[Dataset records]

Content starts

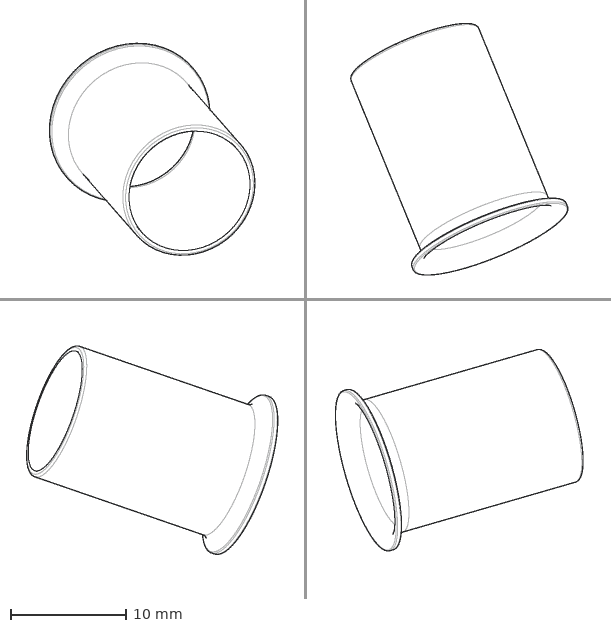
import cadquery as cq

length = 18.0
flange_diameter = 14.5
tube_diameter = 12.0
wall = 0.5
rim_round = 0.1
end_round = 0.2

flange_radius = flange_diameter / 2
tube_radius = tube_diameter / 2
bore_radius = tube_radius - wall

flare_center_r = flange_radius - rim_round
flare_outer_radius = flare_center_r - tube_radius
flare_inner_radius = flare_outer_radius + wall
flare_center_x = flare_inner_radius
diagonal = 0.5 ** 0.5


def arc_middle(center_x, center_r, radius, side_x, side_r):
    """Midpoint of a quarter arc lying on the given sides (+1 or -1) of its centre."""
    return (
        center_x + side_x * radius * diagonal,
        center_r + side_r * radius * diagonal,
    )


outer_flare_middle = arc_middle(flare_center_x, flare_center_r, flare_outer_radius, -1, -1)
inner_flare_middle = arc_middle(flare_center_x, flare_center_r, flare_inner_radius, -1, -1)
back_rim_middle = arc_middle(wall - rim_round, flare_center_r, rim_round, 1, 1)
front_rim_middle = arc_middle(rim_round, flare_center_r, rim_round, -1, 1)
end_middle = arc_middle(length - end_round, tube_radius - end_round, end_round, 1, 1)

wall_section = (
    cq.Workplane("XY")
    .moveTo(length, bore_radius)
    .lineTo(length, tube_radius - end_round)
    .threePointArc(end_middle, (length - end_round, tube_radius))
    .lineTo(flare_center_x, tube_radius)
    .threePointArc(outer_flare_middle, (wall, flare_center_r))
    .threePointArc(back_rim_middle, (wall - rim_round, flange_radius))
    .lineTo(rim_round, flange_radius)
    .threePointArc(front_rim_middle, (0, flare_center_r))
    .threePointArc(inner_flare_middle, (flare_center_x, bore_radius))
    .close()
)

result = wall_section.revolve(360, (0, 0, 0), (1, 0, 0))

Content ends

▶ About this exercise: Every line in the records above with the string "length" in it should be shown.

▶ Result:
length = 18.0
end_middle = arc_middle(length - end_round, tube_radius - end_round, end_round, 1, 1)
    .moveTo(length, bore_radius)
    .lineTo(length, tube_radius - end_round)
    .threePointArc(end_middle, (length - end_round, tube_radius))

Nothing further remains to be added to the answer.